Purpose
1.2. Automate merging of real-time surveillance, sonar, radar, satellite, thermal, and biometric data for rapid decision-making and threat response.
1.3. Automates back-end data orchestration, reducing manual data synthesis delays and increasing operational command efficiency.
1.4. Enables automated anomaly detection, pattern recognition, and automated alerts to streamline intelligence for marine corps command structures.
Trigger Conditions
2.2. Scheduled intelligence sync intervals (every X minutes/hours).
2.3. Automated anomaly detected by automated monitoring logic.
2.4. Serve-based system API request from intelligence analysts or command.

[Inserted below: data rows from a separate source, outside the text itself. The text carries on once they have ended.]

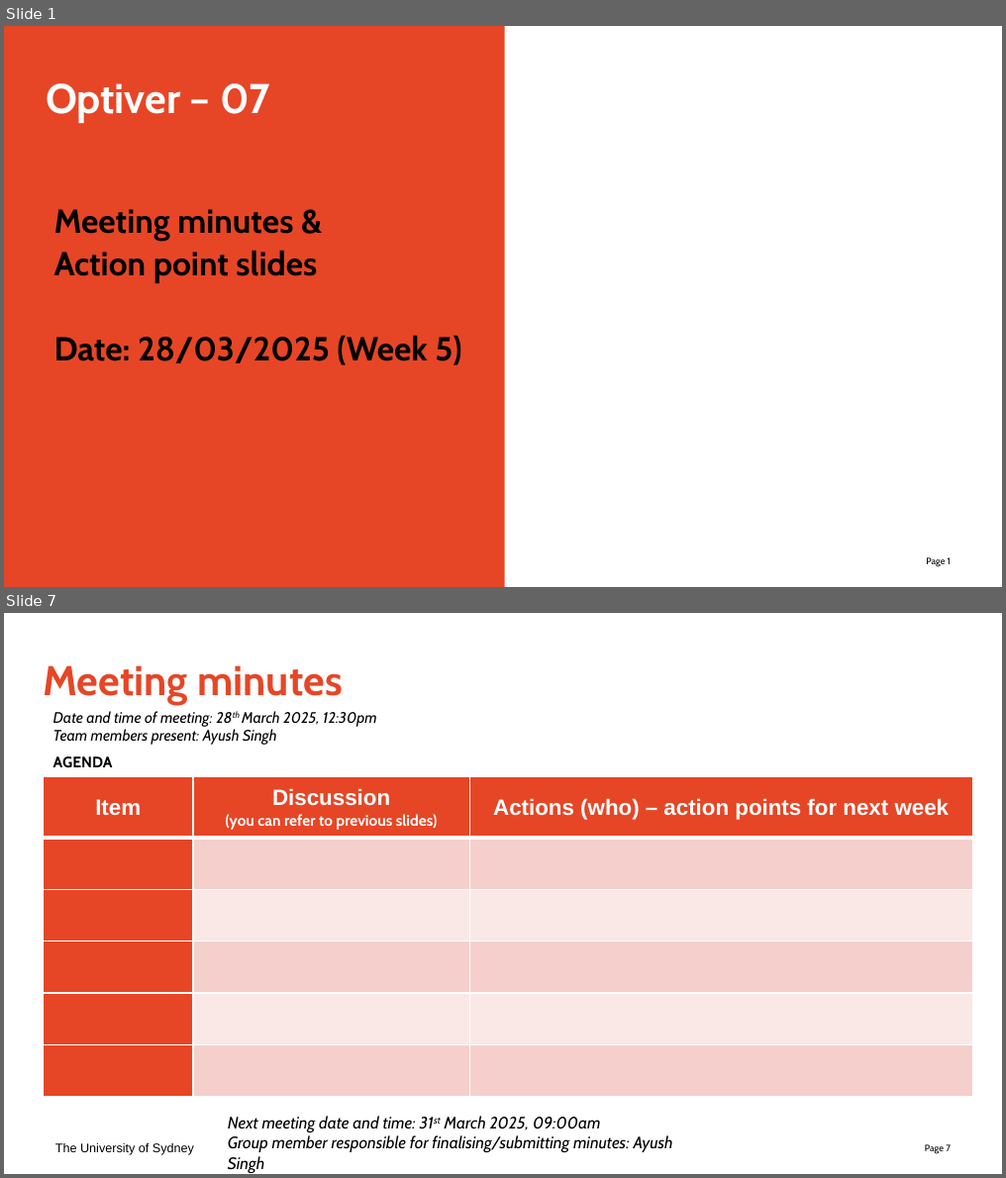
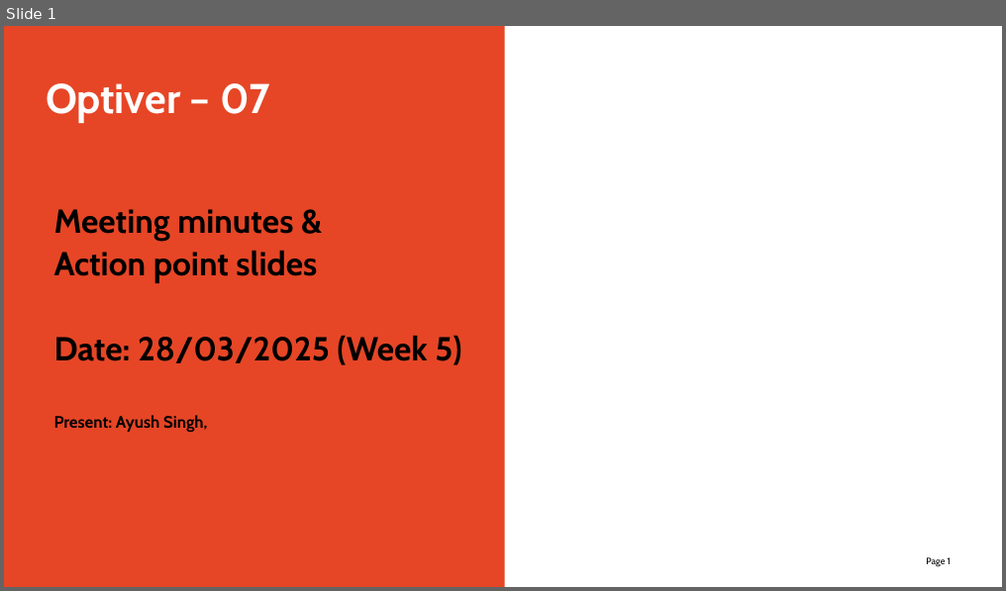
Before and after one commit to Ayush-Singh-31/Optiver-07, a slide deck: Documents/Week 05/Meeting Minutes/Template.pptx. Shown one above the other, each under a label of ours: slides 1 and 7 before the commit, slide 1 after it; the slides between them are not shown. The pictures are 1006x1178 and 1006x591 pixels, drawn with LibreOffice and Linux fonts; fonts in the diff are those of the drawing; background and template pictures are left out. Boxes give left, top, right and bottom in pixels: in the first picture for what was removed or moved away, otherwise in the second. Text is boxed around its words. In the diff, an @@ line names an element or a change of style, - is before the commit and + after.

Commit message:
Meeting Minutes Update

```diff
--- a/Documents/Week 05/Meeting Minutes/Template.pptx
+++ b/Documents/Week 05/Meeting Minutes/Template.pptx
@@ slide 7 removed at bbox=[4, 613, 1002, 1174], background #FFFFFF; not listed: 1 template element that a slide beside it also shows @@
@@ title removed at bbox=[44, 665, 342, 705] @@
-Meeting minutes
@@ text removed at bbox=[54, 711, 377, 767] @@
-Date and time of meeting: 28th March 2025, 12:30pm
-Team members present: Ayush Singh
-AGENDA
@@ table removed at bbox=[43, 776, 972, 1097], 6 rows, 3 columns @@
-Item | Discussion / (you can refer to previous slides) | Actions (who) – action points for next week
- |  | 
- |  | 
- |  | 
- |  | 
- |  | 
@@ text removed at bbox=[228, 1116, 673, 1173] @@
-Next meeting date and time: 31st March 2025, 09:00am
-Group member responsible for finalising/submitting minutes: Ayush Singh
@@ text removed at bbox=[55, 1144, 194, 1156] @@
-The University of Sydney
@@ slide 1 changed as well @@
@@ text at bbox=[54, 415, 207, 432]: paragraph added @@
+Present: Ayush Singh,
```
Also in this commit, not shown: 5 other slides changed, 1 slide added, 2 other files.

2.5. Remote edge notification from deployed surveillance units.
Platform Variants
• Feature/Setting: Device Shadows, MQTT topic subscriptions for automated sensor data ingest.
3.2. Azure IoT Hub
• Feature/Setting: Event Grid integration for automated event-based sensor aggregation.
3.3. Google Cloud IoT Core
• Feature/Setting: Automated telemetry ingest, Pub/Sub topic automatedly triggers dashboard data pipelines.

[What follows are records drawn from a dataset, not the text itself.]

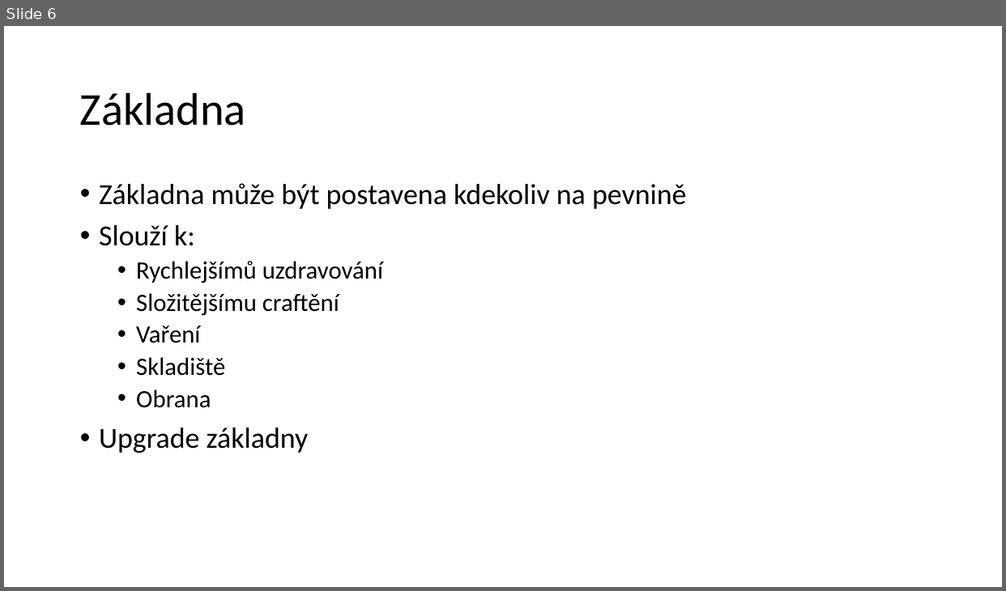
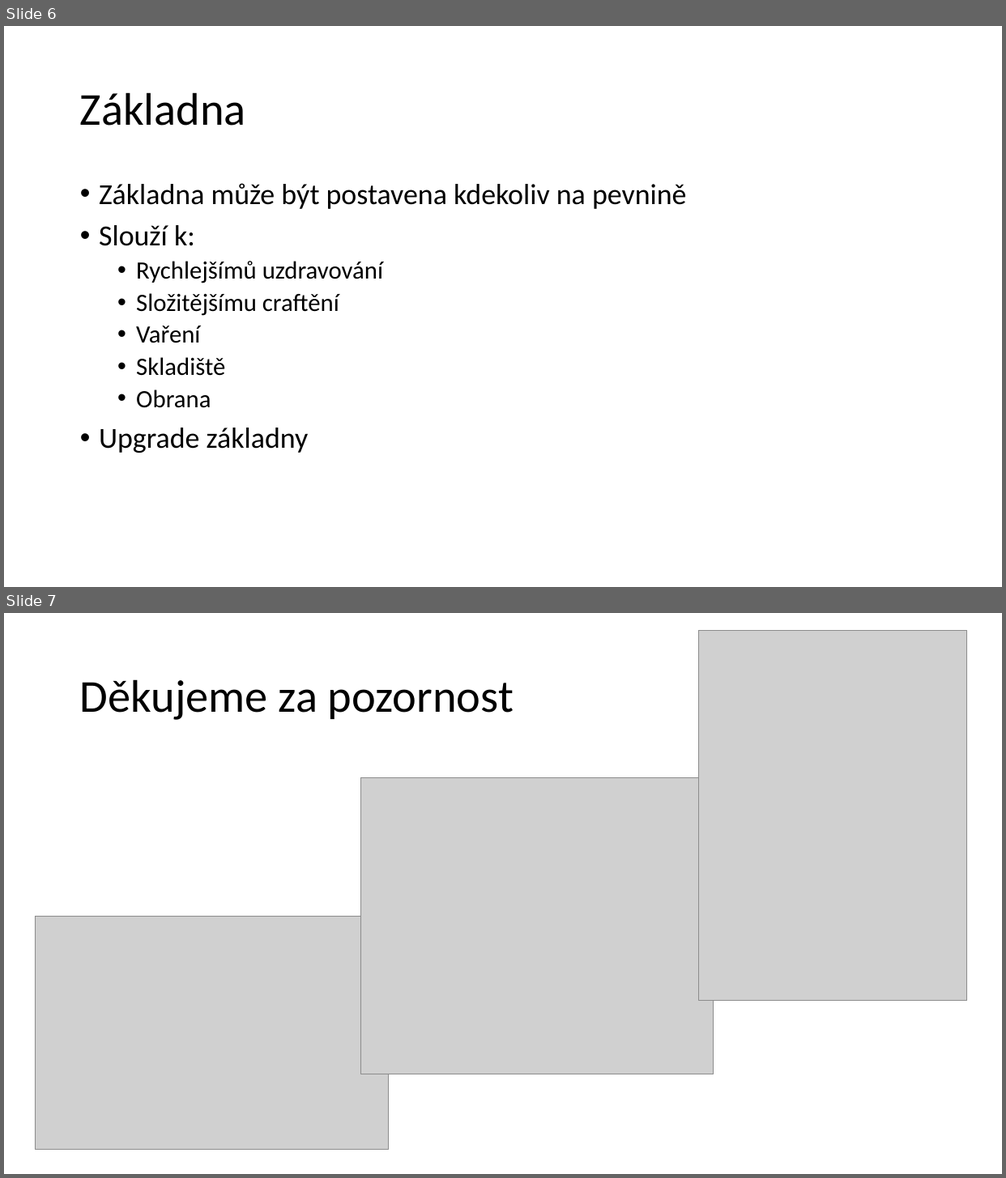
Before and after one commit to Legolaser/HackathonQWE, a slide deck: Survival projekt.pptx. Shown one above the other, each under a label of ours: slide 6 before the commit, slides 6 and 7 after it. The pictures are 1006x591 and 1006x1178 pixels, drawn with LibreOffice and Linux fonts; fonts in the diff are those of the drawing; grey boxes stand for pictures. Boxes give left, top, right and bottom in pixels: in the first picture for what was removed or moved away, otherwise in the second. Text is boxed around its words. In the diff, an @@ line names an element or a change of style, - is before the commit and + after.

Commit message:
ppt final

```diff
--- a/Survival projekt.pptx
+++ b/Survival projekt.pptx
@@ slide 7 added at [4, 613, 1002, 1174], background #FFFFFF @@
@@ picture added at [699, 630, 967, 1001] @@
@@ title added at [80, 679, 513, 720], 44 pt, text #000000 @@
+Děkujeme za pozornost
@@ picture added at [361, 777, 714, 1075] @@
@@ picture added at [36, 916, 389, 1149] @@
```
Also in this commit, not shown: 1 slide removed.

3.4. Cisco Kinetic for Cities
• Feature/Setting: Policy automation for device flows, automated edge computation rules.
3.5. IBM Watson IoT Platform
• Feature/Setting: Automated Rule Engine for real-time event actioning and dashboard API updating.
3.6. Splunk
• Feature/Setting: HTTP Event Collector API automates log and sensor feed uploads.
3.7. Datadog
• Feature/Setting: Integrations & custom dashboards, automated monitoring/alerting via Events API.
3.8. Grafana
• Feature/Setting: Automated datasource linking (Prometheus, Elasticsearch), auto-dashboards.
3.9. Tableau
• Feature/Setting: REST API automates periodic dashboard refresh with sensor data.
3.10. ThingSpeak
• Feature/Setting: Channel API automates feed ingestion and dashboard webhooks.
3.11. RESTHeart (MongoDB API)
• Feature/Setting: Automated write endpoints for sensor data storage, triggers to visualize in dashboards.
3.12. Microsoft Power BI
• Feature/Setting: Streaming dataflows, REST API for automating updates to visualizations.
3.13. ArcGIS Online
• Feature/Setting: GeoEvent Server automates real-time sensor spatial mapping.
3.14. Siemens MindSphere
• Feature/Setting: Automated asset integration, MindConnect API to push sensor data to command apps.
3.15. OSIsoft PI System
• Feature/Setting: Data Archive Events Service automates time-series data processing to command UI.
3.16. InfluxDB
• Feature/Setting: Telegraf agents for automated ingestion, Flux tasks for automated aggregation.
3.17. Prometheus
• Feature/Setting: Remote Write API automates sensor scaling, Alertmanager for automated alerts.
3.18. NetApp Data Fabric
• Feature/Setting: SnapMirror automate-enabled data synchronization.
3.19. MQTT Brokers (Mosquitto, HiveMQ)
• Feature/Setting: Topic-based automated subscription, bridge feeds to dashboards.
3.20. RESTful API Gateways (Apigee, Kong)
• Feature/Setting: Automated route configuration for delivering sensor payloads to dashboard microservices.
Benefits
4.2. Enables automated incident response, drastically reducing the time from detection to decision.
4.3. Increases operational visibility via automated cross-sensor correlation and data normalization.
4.4. Automates removal of silos between sensor data streams and decision-makers’ dashboards.
4.5. Supports automatable scaling as new sensors and feed types are deployed.
4.6. Enables automatedly updating dashboards without human intervention, maximizing real-time accuracy.